Aujourd’hui, le Venezuela est confronté à un « moment Brest-Litovsk » similaire. Isolé par les gouvernements régionaux de droite et confronté à un blocus quasi total, le noyau révolutionnaire donne la priorité à la survie de l’État en tant que base arrière pour la lutte future. Dans ce contexte, la priorité du PSUV et du gouvernement vénézuélien est la préservation du pouvoir révolutionnaire de l’État. Comme l’a déclaré le défunt commandant Hugo Chávez après l’échec de la rébellion de 1992, « nous devons battre en retraite aujourd’hui pour avancer demain ». Cela peut impliquer des négociations ouvertes avec le gouvernement américain afin de permettre aux entreprises américaines d’obtenir des parts plus importantes et un meilleur accès à la production pétrolière vénézuélienne dans des conditions très avantageuses pour les intérêts américains, entre autres concessions temporaires dans le domaine économique, afin de garantir un espace politique et d’éviter l’anéantissement total. L’objectif est de maintenir le Venezuela et Cuba comme bases arrière indispensables au socialisme et à l’anti-impérialisme dans une période de repli des forces socialistes dans les pays du Sud.

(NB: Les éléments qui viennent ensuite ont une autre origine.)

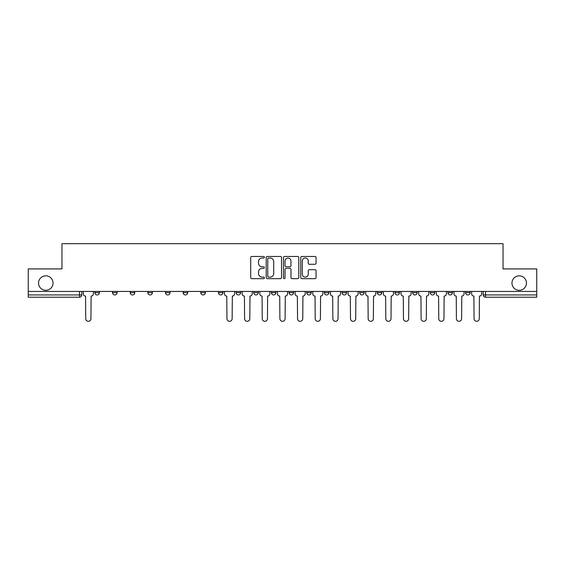 <?xml version="1.0" encoding="UTF-8"?>
<svg xmlns="http://www.w3.org/2000/svg" width="565" height="565" viewBox="0 0 565 565"><rect width="100%" height="100%" fill="white"/><g stroke="black" fill="none" stroke-linecap="round" stroke-linejoin="round"><path stroke-width="0.85" d="M264.399 257.237A0.777 0.777 0 0 0 263.622 256.461L251.821 256.461A1.109 1.109 0 0 0 250.705 257.569L250.705 277.563A1.109 1.109 0 0 0 251.821 278.672L263.622 278.672A0.777 0.777 0 0 0 264.399 277.895A0.777 0.777 0 0 0 263.622 277.118L262.089 277.118A3.552 3.552 0 0 1 258.537 273.559L258.537 271.892A3.552 3.552 0 0 1 262.089 268.34L263.622 268.34A0.777 0.777 0 0 0 264.399 267.563A0.777 0.777 0 0 0 263.622 266.786L262.089 266.786A3.552 3.552 0 0 1 258.537 263.234L258.537 261.567A3.552 3.552 0 0 1 262.089 258.014L263.622 258.014A0.777 0.777 0 0 0 264.399 257.237M511.968 283.065A7.239 7.239 0 0 0 519.214 290.304A7.239 7.239 0 0 0 526.453 283.065A7.239 7.239 0 0 0 519.214 275.826A7.239 7.239 0 0 0 511.968 283.065M38.547 283.065A7.239 7.239 0 0 0 45.786 290.304A7.239 7.239 0 0 0 53.032 283.065A7.239 7.239 0 0 0 45.786 275.826A7.239 7.239 0 0 0 38.547 283.065M465.581 292.684L465.581 291.441L465.581 292.684A2.26 2.26 0 0 0 467.841 294.944A2.26 2.26 0 0 1 465.581 292.684L470.101 292.684A2.26 2.26 0 0 1 467.841 294.944M447.925 292.684L447.925 291.441L447.925 292.684A2.26 2.26 0 0 0 450.192 294.944A2.26 2.26 0 0 1 447.925 292.684L452.452 292.684A2.26 2.26 0 0 1 450.192 294.944M394.97 291.441L394.97 292.684L399.497 292.684A2.26 2.26 0 0 1 397.237 294.944A2.26 2.26 0 0 1 394.97 292.684L394.97 291.441M377.321 291.441L377.321 292.684L381.848 292.684A2.26 2.26 0 0 1 379.581 294.944A2.26 2.26 0 0 1 377.321 292.684L377.321 291.441M289.061 291.441L289.061 292.684L293.588 292.684A2.26 2.26 0 0 1 291.328 294.944A2.26 2.26 0 0 1 289.061 292.684L289.061 291.441M236.106 291.441L236.106 292.684L240.634 292.684A2.26 2.26 0 0 1 238.374 294.944A2.26 2.26 0 0 1 236.106 292.684L236.106 291.441M200.808 291.441L200.808 292.684L205.328 292.684A2.26 2.26 0 0 1 203.068 294.944A2.26 2.26 0 0 1 200.808 292.684L200.808 291.441M183.152 291.441L183.152 292.684L187.679 292.684A2.26 2.26 0 0 1 185.419 294.944A2.26 2.26 0 0 1 183.152 292.684L183.152 291.441M147.853 292.684L147.853 291.441L147.853 292.684A2.26 2.26 0 0 0 150.113 294.944A2.26 2.26 0 0 1 147.853 292.684L152.373 292.684A2.26 2.26 0 0 1 150.113 294.944M112.548 292.684L112.548 291.441L112.548 292.684A2.26 2.26 0 0 0 114.808 294.944A2.26 2.26 0 0 1 112.548 292.684L117.075 292.684A2.26 2.26 0 0 1 114.808 294.944A2.26 2.26 0 0 0 117.075 292.684L117.075 291.441L117.075 292.684M314.959 264.286A1.109 1.109 0 0 0 316.068 263.177L316.068 257.569A1.109 1.109 0 0 0 314.959 256.461L301.851 256.461A1.109 1.109 0 0 0 300.742 257.569L300.742 277.563A1.109 1.109 0 0 0 301.851 278.672L314.959 278.672A1.109 1.109 0 0 0 316.068 277.563L316.068 270.783A1.109 1.109 0 0 0 314.959 269.675L309.352 269.675A1.109 1.109 0 0 0 308.243 270.783L308.243 274.145A2.973 2.973 0 0 1 305.27 277.118A2.973 2.973 0 0 1 302.296 274.145L302.296 260.981A2.973 2.973 0 0 1 305.27 258.014A2.973 2.973 0 0 1 308.243 260.981L308.243 263.177A1.109 1.109 0 0 0 309.352 264.286L314.959 264.286M28.25 291.441L28.25 268.919L61.966 268.919L61.966 243.692L503.034 243.692L503.034 268.919L536.75 268.919L536.75 291.441L28.25 291.441L28.25 294.944L81.77 294.944L81.77 291.441L81.77 294.944A2.26 2.26 0 0 1 79.51 297.211L28.25 297.211L28.25 294.944M281.525 257.569A1.109 1.109 0 0 0 280.417 256.461L267.309 256.461A1.109 1.109 0 0 0 266.2 257.569L266.2 277.563A1.109 1.109 0 0 0 267.309 278.672L280.417 278.672A1.109 1.109 0 0 0 281.525 277.563L281.525 257.569M284.583 256.461L297.691 256.461A1.109 1.109 0 0 1 298.8 257.569L298.8 277.563A1.109 1.109 0 0 1 297.691 278.672L292.077 278.672A1.109 1.109 0 0 1 290.968 277.563L290.968 269.456A1.109 1.109 0 0 0 289.859 268.34L286.137 268.34A1.109 1.109 0 0 0 285.028 269.456L285.028 277.895A0.777 0.777 0 0 1 284.252 278.672A0.777 0.777 0 0 1 283.475 277.895L283.475 257.569A1.109 1.109 0 0 1 284.583 256.461M483.23 291.441L483.23 294.944L536.75 294.944L536.75 297.211L485.49 297.211A2.26 2.26 0 0 1 483.23 294.944L483.23 291.441M536.75 291.441L536.75 294.944M470.101 291.441L470.101 292.684L470.101 291.441M452.452 291.441L452.452 292.684L452.452 291.441M430.276 291.441L430.276 292.684L434.803 292.684L434.803 291.441L434.803 292.684A2.26 2.26 0 0 1 432.536 294.944A2.26 2.26 0 0 1 430.276 292.684A2.26 2.26 0 0 0 432.536 294.944M417.147 292.684L417.147 291.441L417.147 292.684A2.26 2.26 0 0 1 414.887 294.944A2.26 2.26 0 0 1 412.627 292.684L417.147 292.684A2.26 2.26 0 0 1 414.887 294.944M412.627 291.441L412.627 292.684M399.497 291.441L399.497 292.684M381.848 291.441L381.848 292.684M364.192 291.441L364.192 292.684A2.26 2.26 0 0 1 361.932 294.944A2.26 2.26 0 0 1 359.672 292.684L364.192 292.684M359.672 291.441L359.672 292.684M346.543 291.441L346.543 292.684A2.26 2.26 0 0 1 344.283 294.944A2.26 2.26 0 0 1 342.016 292.684L346.543 292.684A2.26 2.26 0 0 1 344.283 294.944M342.016 291.441L342.016 292.684M328.894 291.441L328.894 292.684A2.26 2.26 0 0 1 326.627 294.944A2.26 2.26 0 0 1 324.366 292.684L328.894 292.684M324.366 291.441L324.366 292.684M311.237 291.441L311.237 292.684A2.26 2.26 0 0 1 308.977 294.944A2.26 2.26 0 0 1 306.717 292.684A2.26 2.26 0 0 0 308.977 294.944M306.717 291.441L306.717 292.684L311.237 292.684M293.588 291.441L293.588 292.684A2.26 2.26 0 0 1 291.328 294.944M275.939 291.441L275.939 292.684A2.26 2.26 0 0 1 273.672 294.944A2.26 2.26 0 0 1 271.412 292.684L275.939 292.684M271.412 291.441L271.412 292.684M258.283 291.441L258.283 292.684A2.26 2.26 0 0 1 256.023 294.944A2.26 2.26 0 0 1 253.763 292.684L258.283 292.684L258.283 291.441M253.763 291.441L253.763 292.684M240.634 291.441L240.634 292.684M222.984 291.441L222.984 292.684A2.26 2.26 0 0 1 220.717 294.944A2.26 2.26 0 0 1 218.457 292.684L222.984 292.684L222.984 291.441M218.457 291.441L218.457 292.684M205.328 292.684L205.328 291.441L205.328 292.684A2.26 2.26 0 0 1 203.068 294.944M187.679 292.684L187.679 291.441L187.679 292.684A2.26 2.26 0 0 1 185.419 294.944M170.03 291.441L170.03 292.684A2.26 2.26 0 0 1 167.763 294.944A2.26 2.26 0 0 1 165.503 292.684A2.26 2.26 0 0 0 167.763 294.944A2.26 2.26 0 0 0 170.03 292.684L170.03 291.441M165.503 291.441L165.503 292.684L170.03 292.684M152.373 291.441L152.373 292.684M134.724 291.441L134.724 292.684A2.26 2.26 0 0 1 132.464 294.944A2.26 2.26 0 0 1 130.197 292.684L134.724 292.684M130.197 291.441L130.197 292.684M99.419 291.441L99.419 292.684A2.26 2.26 0 0 1 97.159 294.944A2.26 2.26 0 0 1 94.899 292.684A2.26 2.26 0 0 0 97.159 294.944A2.26 2.26 0 0 0 99.419 292.684L99.419 291.441M94.899 291.441L94.899 292.684L99.419 292.684M485.49 291.441L485.49 297.211A2.26 2.26 0 0 1 483.23 294.944M268.53 258.014A0.777 0.777 0 0 0 267.754 258.791L267.754 276.341A0.777 0.777 0 0 0 268.53 277.118L270.141 277.118A3.552 3.552 0 0 0 273.7 273.559L273.7 261.567A3.552 3.552 0 0 0 270.141 258.014L268.53 258.014M290.968 261.037A2.973 2.973 0 0 0 287.995 258.071A2.973 2.973 0 0 0 285.028 261.037L285.028 265.677A1.109 1.109 0 0 0 286.137 266.786L289.859 266.786A1.109 1.109 0 0 0 290.968 265.677L290.968 261.037M83.295 291.441L83.295 293.814A2.26 2.26 0 0 0 85.562 296.081L85.732 318.709A2.599 2.599 0 0 0 88.331 321.308A2.599 2.599 0 0 0 90.937 318.709L91.106 296.081A2.26 2.26 0 0 0 93.366 293.814L93.366 291.441M224.51 291.441L224.51 293.814A2.26 2.26 0 0 0 226.77 296.081L226.946 318.709A2.599 2.599 0 0 0 229.545 321.308A2.599 2.599 0 0 0 232.144 318.709L232.321 296.081A2.26 2.26 0 0 0 234.581 293.814L234.581 291.441M242.159 291.441L242.159 293.814A2.26 2.26 0 0 0 244.426 296.081L244.596 318.709A2.599 2.599 0 0 0 247.195 321.308A2.599 2.599 0 0 0 249.801 318.709L249.97 296.081A2.26 2.26 0 0 0 252.23 293.814L252.23 291.441M259.815 291.441L259.815 293.814A2.26 2.26 0 0 0 262.075 296.081L262.245 318.709A2.599 2.599 0 0 0 264.851 321.308A2.599 2.599 0 0 0 267.45 318.709L267.619 296.081A2.26 2.26 0 0 0 269.886 293.814L269.886 291.441M277.464 291.441L277.464 293.814A2.26 2.26 0 0 0 279.724 296.081L279.901 318.709A2.599 2.599 0 0 0 282.5 321.308A2.599 2.599 0 0 0 285.099 318.709L285.276 296.081A2.26 2.26 0 0 0 287.536 293.814L287.536 291.441M295.114 291.441L295.114 293.814A2.26 2.26 0 0 0 297.381 296.081L297.55 318.709A2.599 2.599 0 0 0 300.149 321.308A2.599 2.599 0 0 0 302.755 318.709L302.925 296.081A2.26 2.26 0 0 0 305.185 293.814L305.185 291.441M312.77 291.441L312.77 293.814A2.26 2.26 0 0 0 315.03 296.081L315.199 318.709A2.599 2.599 0 0 0 317.805 321.308A2.599 2.599 0 0 0 320.404 318.709L320.574 296.081A2.26 2.26 0 0 0 322.841 293.814L322.841 291.441M330.419 291.441L330.419 293.814A2.26 2.26 0 0 0 332.679 296.081L332.856 318.709A2.599 2.599 0 0 0 335.455 321.308A2.599 2.599 0 0 0 338.054 318.709L338.23 296.081A2.26 2.26 0 0 0 340.49 293.814L340.49 291.441M348.068 291.441L348.068 293.814A2.26 2.26 0 0 0 350.335 296.081L350.505 318.709A2.599 2.599 0 0 0 353.104 321.308A2.599 2.599 0 0 0 355.71 318.709L355.879 296.081A2.26 2.26 0 0 0 358.139 293.814L358.139 291.441M365.725 291.441L365.725 293.814A2.26 2.26 0 0 0 367.985 296.081L368.154 318.709A2.599 2.599 0 0 0 370.76 321.308A2.599 2.599 0 0 0 373.359 318.709L373.529 296.081A2.26 2.26 0 0 0 375.796 293.814L375.796 291.441M383.374 291.441L383.374 293.814A2.26 2.26 0 0 0 385.634 296.081L385.81 318.709A2.599 2.599 0 0 0 388.409 321.308A2.599 2.599 0 0 0 391.008 318.709L391.185 296.081A2.26 2.26 0 0 0 393.445 293.814L393.445 291.441M401.023 291.441L401.023 293.814A2.26 2.26 0 0 0 403.29 296.081L403.459 318.709A2.599 2.599 0 0 0 406.058 321.308A2.599 2.599 0 0 0 408.665 318.709L408.834 296.081A2.26 2.26 0 0 0 411.094 293.814L411.094 291.441M418.679 291.441L418.679 293.814A2.26 2.26 0 0 0 420.939 296.081L421.109 318.709A2.599 2.599 0 0 0 423.715 321.308A2.599 2.599 0 0 0 426.314 318.709L426.483 296.081A2.26 2.26 0 0 0 428.75 293.814L428.75 291.441M436.328 291.441L436.328 293.814A2.26 2.26 0 0 0 438.588 296.081L438.765 318.709A2.599 2.599 0 0 0 441.364 321.308A2.599 2.599 0 0 0 443.963 318.709L444.139 296.081A2.26 2.26 0 0 0 446.399 293.814L446.399 291.441M453.978 291.441L453.978 293.814A2.26 2.26 0 0 0 456.245 296.081L456.414 318.709A2.599 2.599 0 0 0 459.013 321.308A2.599 2.599 0 0 0 461.619 318.709L461.789 296.081A2.26 2.26 0 0 0 464.049 293.814L464.049 291.441M471.634 291.441L471.634 293.814A2.26 2.26 0 0 0 473.894 296.081L474.063 318.709A2.599 2.599 0 0 0 476.669 321.308A2.599 2.599 0 0 0 479.268 318.709L479.438 296.081A2.26 2.26 0 0 0 481.705 293.814L481.705 291.441M79.51 291.441L79.51 297.211"/></g></svg>

Trump revendique la victoire en déclarant que « nous sommes aux commandes ». Il le fait principalement à des fins politiques internes. Mais cela ne rend pas cela vrai. Incapable de mener à bien un véritable changement de régime, il utilise essentiellement des mots pour déclarer faussement que « le régime a changé ». Le New York Times et d’autres médias appartenant à des entreprises publient des titres et des articles trompeurs qui soutiennent le discours de Trump selon lequel il a « choisi » Delcy Rodriguez parce qu’elle est « docile ». Aucun socialiste ne devrait avoir une réaction instinctive en acceptant la propagande bourgeoise.
La révolution a subi un coup dur, mais elle conserve son emprise sur le pouvoir étatique. Même si la période à venir mettra à l’épreuve sa cohésion et sa créativité stratégique, elle a toujours démontré une capacité remarquable à naviguer et à surmonter les crises majeures. Notre rôle aux États-Unis est de continuer à renforcer l’opposition interne aux plans de l’Empire, de contrer les campagnes de désinformation et de faire notre part pour modifier le rapport de forces afin que les révolutionnaires du Sud aient la possibilité de tracer leur propre voie, sans menaces ni coercition. La révolution n’est pas une personne, c’est un processus social et un phénomène de masse. Le président Maduro est dans une cellule de prison à New York, mais le projet bolivarien reste dans les rues de Caracas et au palais présidentiel de Miraflores.
Manolo De Los Santos est directeur exécutif du People’s Forum et chercheur à l’Institut de recherche sociale Tricontinental. Ses articles sont régulièrement publiés dans Monthly Review, Peoples Dispatch, CounterPunch, La Jornada et d’autres médias progressistes. Il a récemment coédité Viviremos : Venezuela vs. Hybrid War (LeftWord, 2020), Comrade of the Revolution : Selected Speeches of Fidel Castro (LeftWord, 2021) et Our Own Path to Socialism : Selected Speeches of Hugo Chávez (LeftWord, 2023).